It's the Next cranks they have not the Next SL's.

Im going to wait and see what happens. FSA are going to use a Ti axel on the K-force light cranks too last time i heard.


----------



## rockyuphill (Nov 28, 2004)

Tiffster said:


> Good pic:


Looks like the orange NEXT SL is clear coated onto the arms.


----------



## compositepro (Jun 21, 2007)

not sure if im missing something but whats the difference in the next and next sl the ones i got in front of me are called next sl


----------



## rockyuphill (Nov 28, 2004)

Ti versus steel spindle


----------



## Tiffster (Jan 30, 2008)

compositepro - Got any pics of your ones??? Do they say SL on them?


Im not sure about the decals - they could be removed anyway.


----------



## compositepro (Jun 21, 2007)

the box they both came in is listed as next sl the catalogue lists them as next sl

no Ti spindle though

Maybe its a free upgrade this year my spindles are cromo


----------



## kdiddy (Jul 14, 2005)

Tiffster said:


> Carbon arms but now with a Ti axel to drop more weight. Would be nice if it weren't for the massive NEXT logo !


So get some crankskins on them - http://www.crankskins.com/
It won't make them any lighter but it would protect the carbon face from wear and the associated stress risers. Plus you could get them to match your color scheme.


----------



## rensho (Mar 8, 2004)

I wonder if we can ever discuss a product without Nino posting giant pictures of the competitive products that he is pushing... Getting real tired of it. Really really tired.

Nice cranks, yeah the giant orange stickers are a little much.

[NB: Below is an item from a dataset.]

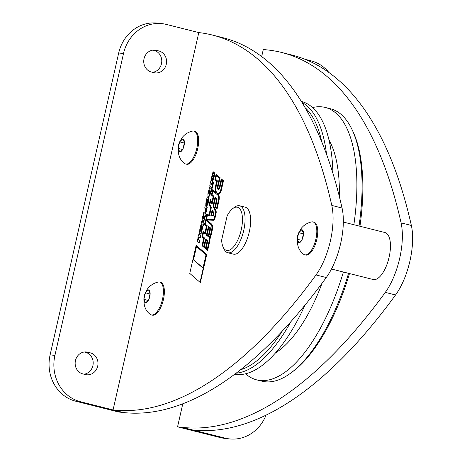 <?xml version="1.0" encoding="UTF-8"?>
<svg xmlns="http://www.w3.org/2000/svg" width="462" height="462" viewBox="0 0 462 462"><rect width="100%" height="100%" fill="white"/><g stroke="black" fill="none" stroke-linecap="round" stroke-linejoin="round"><path stroke-width="0.69" d="M234.661 374.255A140.46 58.033 -75.9 0 0 236.042 374.451A140.46 58.033 -75.9 0 0 304.995 305.116M332.94 173.389A140.46 58.033 -75.9 0 0 301.391 101.449M236.065 373.198A140.46 58.033 -75.9 0 0 290.956 321.581M326.536 154.221A140.46 58.033 -75.9 0 0 301.992 102.414M240.523 369.756A138.519 57.236 -75.9 0 0 282.218 331.15M321.795 141.944A138.519 57.236 -75.9 0 0 305.157 107.715M245.576 373.775A140.46 58.033 -75.9 0 0 256.745 379.88L261.908 381.179A140.46 58.033 -75.9 0 0 265.096 381.756A140.46 58.033 -75.9 0 0 291.17 372.776L292.954 371.442A138.519 57.236 -75.9 0 0 349.486 273.556M359.944 226.247A138.519 57.236 -75.9 0 0 353.182 132.022L352.246 130.007A140.46 58.033 -75.9 0 0 330.44 108.755L325.277 107.455A140.46 58.033 -75.9 0 0 322.089 106.878A140.46 58.033 -75.9 0 0 312.549 107.554M291.17 372.776A140.46 58.033 -75.9 0 0 348.556 273.325M359.032 226.016A140.46 58.033 -75.9 0 0 352.246 130.007M256.745 379.88A140.46 58.033 -75.9 0 0 259.933 380.457A140.46 58.033 -75.9 0 0 343.387 272.026M353.869 224.717A140.46 58.033 -75.9 0 0 325.277 107.455M342.059 208.021A600.577 248.146 -75.9 0 0 222.707 37.636L212.439 35.054A600.577 248.146 104.1 0 1 331.797 205.434A48.435 20.01 104.1 0 1 316.002 274.948A600.577 248.146 104.1 0 1 113.075 409.938L80.567 401.761A38.744 35.227 -83.6 0 1 54.92 355.417L123.504 53.534A38.744 35.227 -83.6 0 1 162.064 23.643A38.744 35.227 -83.6 0 1 166.297 24.411L198.804 32.588L113.075 409.938L123.337 412.526A600.577 248.146 -75.9 0 0 326.264 277.529A48.435 20.01 -75.9 0 0 342.059 208.021L331.797 205.434M162.064 23.643L157.253 23.1A38.744 35.227 96.4 0 0 118.699 52.997L50.11 354.88A38.744 35.227 96.4 0 0 75.756 401.218L118.532 411.983L123.337 412.526M343.33 222.066L385.008 232.553A24.215 10.008 104.1 0 1 388.964 257.819A24.215 10.008 104.1 0 1 373.741 279.62A24.215 10.008 104.1 0 1 373.192 279.522L331.485 269.028M82.825 373.908A11.14 10.129 -83.6 0 1 75.318 361.249A11.14 10.129 -83.6 0 1 86.538 351.986A11.14 10.129 -83.6 0 1 87.751 352.211L90.321 352.858A11.14 10.129 -83.6 0 1 97.823 365.511A11.14 10.129 -83.6 0 1 86.608 374.774A11.14 10.129 -83.6 0 1 85.389 374.555L82.825 373.908M151.409 72.026A11.14 10.129 -83.6 0 1 143.907 59.367A11.14 10.129 -83.6 0 1 155.122 50.11A11.14 10.129 -83.6 0 1 156.341 50.329L158.905 50.976A11.14 10.129 -83.6 0 1 166.412 63.629A11.14 10.129 -83.6 0 1 155.192 72.892A11.14 10.129 -83.6 0 1 153.979 72.673L151.409 72.026M196.119 245.414L206.751 254.435L200.393 282.421L200.052 282.334L189.761 273.406L196.119 245.414L206.41 254.348L200.052 282.334M212.959 181.918L213.617 182.276L213.069 184.69L212.728 184.609L212.41 184.332L212.959 181.918L213.277 182.19L212.728 184.609M211.024 180.238L212.705 181.693L212.156 184.107L210.476 182.657L211.024 180.238L213.011 181.93M201.68 221.379L204.273 223.417L203.725 225.831L203.378 225.751L201.132 223.799L201.68 221.379L203.927 223.331L203.378 225.751M210.239 183.709L212.832 185.747L212.283 188.161L211.937 188.074L209.69 186.122L210.239 183.709L212.485 185.66L211.937 188.074M205.255 205.659L207.271 207.195L206.722 209.609L206.075 209.257A4.493 1.854 104.1 0 1 205.457 213.196L204.828 212.653A3.684 1.525 -75.9 0 0 205.55 209.286A1.346 0.554 -75.9 0 0 205.347 208.633L204.706 208.073L205.255 205.659L206.93 207.109L206.381 209.529M206.427 209.54A4.493 1.854 104.1 0 1 205.798 213.282L205.457 213.196M199.139 236.937L198.891 237.381A3.367 1.392 -75.9 0 0 198.596 238.704A1.346 0.554 -75.9 0 0 198.775 239.732L199.7 240.535L199.151 242.948L198.804 242.862L197.13 241.407L197.678 238.993L197.932 239.218A1.513 0.624 104.1 0 1 197.88 238.548A7.484 3.09 104.1 0 1 198.169 236.457A3.742 1.548 104.1 0 1 198.562 235.066A1.346 0.554 104.1 0 1 199.324 234.24A1.346 0.554 104.1 0 1 199.428 234.298L200.531 235.256L199.988 237.67L198.955 236.798L198.544 237.295A3.367 1.392 -75.9 0 0 198.256 238.617A1.346 0.554 -75.9 0 0 198.429 239.645L199.353 240.448L198.804 242.862M199.549 234.326A1.346 0.554 104.1 0 1 199.665 234.326A1.346 0.554 104.1 0 1 199.769 234.384L200.878 235.343L200.329 237.757L199.988 237.67M213.444 171.904L212.797 174.757A1.496 0.618 -75.9 0 0 212.491 175.462A2.991 1.236 -75.9 0 0 212.208 177.085L213.132 174.11A7.484 3.09 104.1 0 1 213.352 173.296A1.08 0.445 104.1 0 1 213.97 172.615A1.08 0.445 104.1 0 1 214.177 172.903A3.182 1.317 104.1 0 1 214.201 174.717A12.26 5.065 104.1 0 1 213.583 177.76A14.969 6.185 104.1 0 1 213.126 179.372A1.346 0.554 104.1 0 1 212.387 180.382L212.999 177.685A1.496 0.618 -75.9 0 0 213.305 176.981A2.991 1.236 -75.9 0 0 213.588 175.358L212.48 179.089A1.08 0.445 104.1 0 1 211.775 180.053A1.08 0.445 104.1 0 1 211.567 179.764A3.182 1.317 104.1 0 1 211.556 177.882A14.969 6.185 104.1 0 1 212.705 172.921A1.346 0.554 104.1 0 1 213.444 171.904L213.785 171.991L213.6 172.823M214.114 172.742A1.08 0.445 104.1 0 1 214.31 172.701A1.08 0.445 104.1 0 1 214.518 172.99A3.182 1.317 104.1 0 1 214.547 174.803A12.26 5.065 104.1 0 1 213.923 177.847A14.969 6.185 104.1 0 1 213.467 179.458A1.346 0.554 104.1 0 1 212.728 180.469L212.387 180.382M212.491 179.932A1.08 0.445 104.1 0 1 212.122 180.14A1.08 0.445 104.1 0 1 211.971 180.013M207.398 199.59A0.837 0.346 -75.9 0 0 207.219 199.954A2.991 1.236 -75.9 0 0 206.82 202.142M208.264 196.8A1.871 0.774 104.1 0 1 208.449 196.795A1.871 0.774 104.1 0 1 208.749 197.101A3.892 1.605 104.1 0 1 208.859 200.04A16.903 6.988 104.1 0 1 207.964 203.881A2.218 0.912 104.1 0 1 206.578 205.636A2.218 0.912 104.1 0 1 206.416 205.555M199.422 233.154A1.12 0.462 -75.9 0 0 199.359 233.2L199.012 233.114L199.792 230.809A3.742 1.548 104.1 0 1 199.971 228.505L200.254 227.269A7.484 3.09 104.1 0 1 200.704 225.635A1.045 0.433 104.1 0 1 201.328 224.896A1.045 0.433 104.1 0 1 201.409 224.942A1.871 0.774 104.1 0 1 201.605 226.651L200.733 231.04L200.797 231.393L201.034 231.087A7.484 3.09 -75.9 0 0 201.455 229.135A1.346 0.554 -75.9 0 0 201.444 228.326L201.969 225.999A1.871 0.774 104.1 0 1 202.171 227.362A14.969 6.185 104.1 0 1 200.958 233.004A1.12 0.462 104.1 0 1 200.271 233.859A1.12 0.462 104.1 0 1 200.185 233.812L199.347 233.085A1.12 0.462 -75.9 0 0 199.261 233.039A1.12 0.462 -75.9 0 0 199.012 233.114M201.582 224.982A1.045 0.433 104.1 0 1 201.669 224.982A1.045 0.433 104.1 0 1 201.75 225.029A1.871 0.774 104.1 0 1 202.027 226.01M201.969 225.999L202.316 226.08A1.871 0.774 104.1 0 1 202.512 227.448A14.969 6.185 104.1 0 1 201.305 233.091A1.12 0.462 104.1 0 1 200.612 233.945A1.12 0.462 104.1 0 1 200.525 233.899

Hopefully, just for the tradeshow, rather than production.


----------



## eurorider (Feb 15, 2004)

It's hard to take any of these companies/cranksets seriously with no 180 mm option...

I guess I can stick with my ISIS Turbines or get XTR?


----------



## rockyuphill (Nov 28, 2004)

from Bikeradar.com

_Buyers will have to wait a while longer for the upcoming Next SL, with release projected for the end of 2009. Once that day comes, though, Race Face will treat us with a complete crankset weighing just 695g that, again, shares the current Next's hollow carbon arms but now mates them with a titanium spindle and lighter alloy hardware. _


----------



## doktoree (Dec 28, 2004)

*some details*

some details of RF Next Sl


----------



## nino (Jan 13, 2004)

*nice...*



doktoree said:


> some details of RF Next Sl


thanks for the update and details!
Doing the math i see the bare Next SL arms including axle are the same weight than the cranks i posted initially.

Doing the math again using the Next with lighter XTR BB (ca. 87g) and FRM rings (107g) and aluminium chainringbolts (13g) we would look at about 665g for the complete set.

so you spend a fortune in those cranks, invest in a lighter BB and rings only to get similar weight.hmm.

But i have to agree these are really sweet looking. the ARMS, not the rings and BB !


----------



## Tiffster (Jan 30, 2008)

Im looking forward to the SL titanium version coming out.

Those above weights - for me on a 2x9 setup with a Ceramic BB would be 674g complete with stock chainrings. 

Very interresting indeed!


----------



## doktoree (Dec 28, 2004)

*2x9*

my 2x9 setup: FRM Pro 42T (tuned to 47,7g) + TA Chinook 28T (tuned to 28,2g) with stock RF bb (113,9g with 3 spacers): 661,2g

replacing RF heavy bb to ceramic Token or standard XTR 970 will save ca. 25 grams
finally 2x9 setup would be 635g


----------



## BruceBrown (Jan 16, 2004)

doktoree said:


> my 2x9 setup: FRM Pro 42T (tuned to 47,7g) + TA Chinook 28T (tuned to 28,2g) with stock RF bb (113,9g with 3 spacers): 661,2g


Dang, you could have saved yourself a helluva a lot of money and just gone with the Middleburn Duo RS8 for 522g before choosing a BB.

BB


----------



## Tiffster (Jan 30, 2008)

i dont think an XTR BB is 25g lighter. There 90-94g 

Still a nice crank though. The only thing that worries me is those chainring bolts touching the spider - it could damage them.


----------



## rockyuphill (Nov 28, 2004)

Tiffster said:


> i dont think an XTR BB is 25g lighter. There 90-94g
> 
> Still a nice crank though. The only thing that worries me is those chainring bolts touching the spider - it could damage them.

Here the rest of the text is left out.